- _Task goal_
Lines from the beginning of the material below through the line that has "end_chamfer_height = 0.4" are to be reproduced exactly, but pictures are not.

==== Input material ====

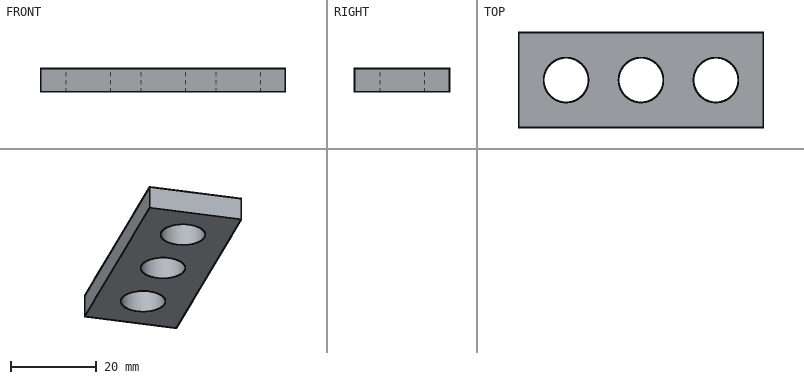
import cadquery as cq

length = 57.15
width = 22.25
thickness = 5.5

hole_diameter = 10.4
hole_pitch = 17.5
hole_count = 3

plate = cq.Workplane("XY").box(length, width, thickness)

result = (
    plate.faces(">Z")
    .workplane()
    .rarray(hole_pitch, 0.6, hole_count, 1)
    .hole(hole_diameter)
)
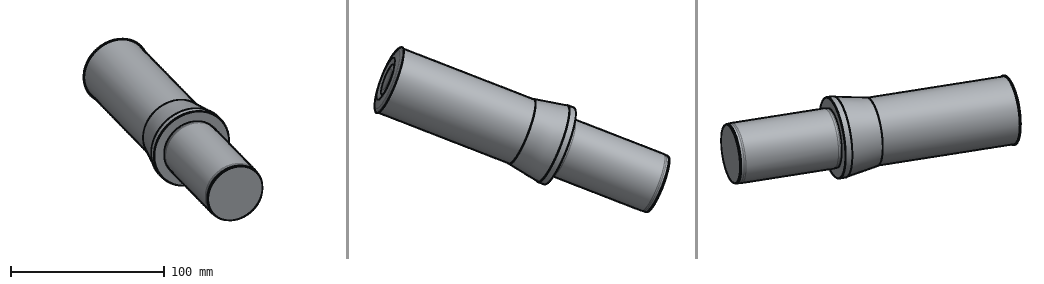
import cadquery as cq

overall_length = 194.0
tip_back_x = 2.7
cone_start_x = 96.6
flange_front_x = 119.3
flange_back_x = 124.0
shank_start_x = 126.5
shank_end_x = 190.1

tip_diameter = 46.2
tip_corner_diameter = 40.7
tip_bevel_diameter = 44.0
crown_diameter = 29.5
valley_diameter = 21.1
inner_crown_diameter = 14.5
body_diameter = 45.0
cone_start_diameter = 45.5
cone_end_diameter = 53.4
flange_diameter = 54.0
shank_diameter = 40.0
undercut_diameter = 39.5
pilot_diameter = 39.5

tip_corner_x = 1.0
tip_bevel_x = 1.5
tip_rim_x = 2.3
valley_depth = 1.2
inner_crown_depth = 0.5
center_depth = 1.2
cone_step_length = 0.4
flange_chamfer = 0.4
undercut_ramp = 1.4
pilot_ramp = 1.2
end_chamfer = 1.0
end_chamfer_height = 0.4


def revolve_about_x(profile):
    """Turn a closed half profile, drawn as (x, radius), about the X axis."""
    return profile.close().revolve(360, (0, 0, 0), (1, 0, 0))


def make_cutting_tip():
    """Disc with a W-shaped cutting face and a double-bevelled outer corner."""
    profile = (
        cq.Workplane("XY")
        .moveTo(center_depth, 0)
        .lineTo(inner_crown_depth, inner_crown_diameter / 2)
        .lineTo(valley_depth, valley_diameter / 2)
        .lineTo(0, crown_diameter / 2)
        .lineTo(tip_corner_x, tip_corner_diameter / 2)
        .lineTo(tip_bevel_x, tip_bevel_diameter / 2)
        .lineTo(tip_rim_x, tip_diameter / 2)
        .lineTo(tip_back_x, tip_diameter / 2)
        .lineTo(tip_back_x, 0)
    )
    return revolve_about_x(profile)


def make_holder():
    """Tool body with a flared flange, an undercut and a clamping shank."""
    body_radius = body_diameter / 2
    flange_radius = flange_diameter / 2
    undercut_radius = undercut_diameter / 2
    shank_radius = shank_diameter / 2
    pilot_radius = pilot_diameter / 2
    profile = (
        cq.Workplane("XY")
        .moveTo(tip_back_x, 0)
        .lineTo(tip_back_x, body_radius)
        .lineTo(cone_start_x, body_radius)
        .lineTo(cone_start_x + cone_step_length, cone_start_diameter / 2)
        .lineTo(flange_front_x - cone_step_length, cone_end_diameter / 2)
        .lineTo(flange_front_x, flange_radius)
        .lineTo(flange_back_x - flange_chamfer, flange_radius)
        .lineTo(flange_back_x, flange_radius - flange_chamfer)
        .lineTo(flange_back_x, undercut_radius)
        .lineTo(shank_start_x - undercut_ramp, undercut_radius)
        .lineTo(shank_start_x, shank_radius)
        .lineTo(shank_end_x, shank_radius)
        .lineTo(shank_end_x + pilot_ramp, pilot_radius)
        .lineTo(overall_length - end_chamfer, pilot_radius)
        .lineTo(overall_length, pilot_radius - end_chamfer_height)
        .lineTo(overall_length, 0)
    )
    return revolve_about_x(profile)


cutting_tip = make_cutting_tip()
holder = make_holder()

result = cq.Compound.makeCompound([cutting_tip.val(), holder.val()])
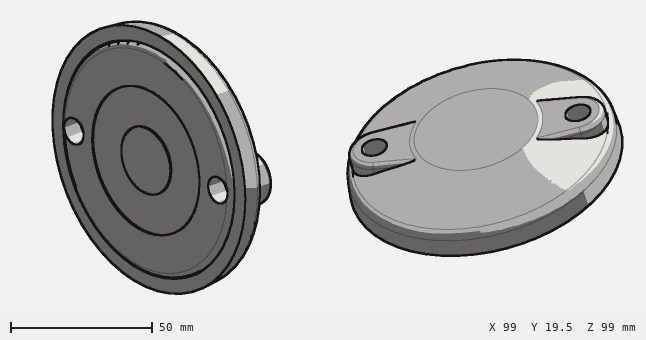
import cadquery as cq
import math


plate_radius = 43.6
plate_thickness = 7.9
plate_edge_round = 2.0
groove_outer_radius = 27.5
groove_inner_radius = 12.6
groove_depth = 0.5

plate_protrusion = 1.5
rim_radius = 49.5
side_top_radius = 48.9
side_top_y = 8.0
shoulder_radius = 3.8
dome_edge_radius = 46.4
dome_edge_y = 11.2
dome_mid_radius = 34.6
dome_mid_y = 15.5
crown_radius = 22.5
crown_edge_y = 18.3
total_depth = 19.5

plate_clearance = 0.4
recess_radius = plate_radius + plate_clearance

hole_offset = 36.9
plate_hole_radius = 4.95
cover_hole_radius = 4.6
bar_top_y = 18.0
bar_edge_round = 1.8
bar_tip_offset = 36.3
bar_tip_radius = 10.1
bar_flank_angle = math.radians(7.6)


def cylinder_y(radius, y_start, y_end, x=0):
    """Solid cylinder along +Y between two Y positions."""
    return cq.Workplane(
        cq.Solid.makeCylinder(radius, y_end - y_start, cq.Vector(x, y_start, 0), cq.Vector(0, 1, 0))
    )


def cut_screw_holes(body, radius):
    """Cut the two screw holes right through a body."""
    for side in (-1, 1):
        body = body.cut(cylinder_y(radius, 0, total_depth, side * hole_offset))
    return body


def make_plate():
    """Round base plate with a shallow ring groove in its mounting face."""
    plate = cylinder_y(plate_radius, 0, plate_thickness).faces("<Y").edges().fillet(plate_edge_round)
    groove = cylinder_y(groove_outer_radius, 0, groove_depth).cut(
        cylinder_y(groove_inner_radius, 0, groove_depth)
    )
    return cut_screw_holes(plate.cut(groove), plate_hole_radius)


def make_dome():
    """Tapered rim, rounded shoulder, dome and flatter crown, revolved about Y."""
    sphere_radius = (crown_radius**2 + (total_depth - crown_edge_y) ** 2) / (2 * (total_depth - crown_edge_y))
    return (
        cq.Workplane("XY")
        .moveTo(0, plate_protrusion)
        .lineTo(rim_radius, plate_protrusion)
        .lineTo(side_top_radius, side_top_y)
        .radiusArc((dome_edge_radius, dome_edge_y), -shoulder_radius)
        .threePointArc((dome_mid_radius, dome_mid_y), (crown_radius, crown_edge_y))
        .radiusArc((0, total_depth), -sphere_radius)
        .close()
        .revolve(360, (0, 0, 0), (0, 1, 0))
    )


def make_bar():
    """Raised bar across the dome: round tips and straight flanks that widen to the middle."""
    flank_x = bar_tip_offset + bar_tip_radius * math.sin(bar_flank_angle)
    flank_z = bar_tip_radius * math.cos(bar_flank_angle)
    middle_z = flank_z + flank_x * math.tan(bar_flank_angle)
    tip_x = bar_tip_offset + bar_tip_radius
    return (
        cq.Workplane("XZ", origin=(0, plate_thickness, 0))
        .moveTo(0, middle_z)
        .lineTo(flank_x, flank_z)
        .threePointArc((tip_x, 0), (flank_x, -flank_z))
        .lineTo(0, -middle_z)
        .lineTo(-flank_x, -flank_z)
        .threePointArc((-tip_x, 0), (-flank_x, flank_z))
        .close()
        .extrude(plate_thickness - bar_top_y)
        .faces(">Y")
        .edges()
        .fillet(bar_edge_round)
    )


def make_cover():
    """Domed cover with the raised bar, the plate recess and the screw holes."""
    recess = cylinder_y(recess_radius, plate_protrusion, plate_thickness)
    return cut_screw_holes(make_dome().union(make_bar()).cut(recess), cover_hole_radius)


plate = make_plate()
cover = make_cover()

result = cq.Compound.makeCompound([plate.val(), cover.val()])

====

- _Output for this task_
import cadquery as cq

length = 57.15
width = 22.25
thickness = 5.5

hole_diameter = 10.4
hole_pitch = 17.5
hole_count = 3

plate = cq.Workplane("XY").box(length, width, thickness)

result = (
    plate.faces(">Z")
    .workplane()
    .rarray(hole_pitch, 0.6, hole_count, 1)
    .hole(hole_diameter)
)
import cadquery as cq

overall_length = 194.0
tip_back_x = 2.7
cone_start_x = 96.6
flange_front_x = 119.3
flange_back_x = 124.0
shank_start_x = 126.5
shank_end_x = 190.1

tip_diameter = 46.2
tip_corner_diameter = 40.7
tip_bevel_diameter = 44.0
crown_diameter = 29.5
valley_diameter = 21.1
inner_crown_diameter = 14.5
body_diameter = 45.0
cone_start_diameter = 45.5
cone_end_diameter = 53.4
flange_diameter = 54.0
shank_diameter = 40.0
undercut_diameter = 39.5
pilot_diameter = 39.5

tip_corner_x = 1.0
tip_bevel_x = 1.5
tip_rim_x = 2.3
valley_depth = 1.2
inner_crown_depth = 0.5
center_depth = 1.2
cone_step_length = 0.4
flange_chamfer = 0.4
undercut_ramp = 1.4
pilot_ramp = 1.2
end_chamfer = 1.0
end_chamfer_height = 0.4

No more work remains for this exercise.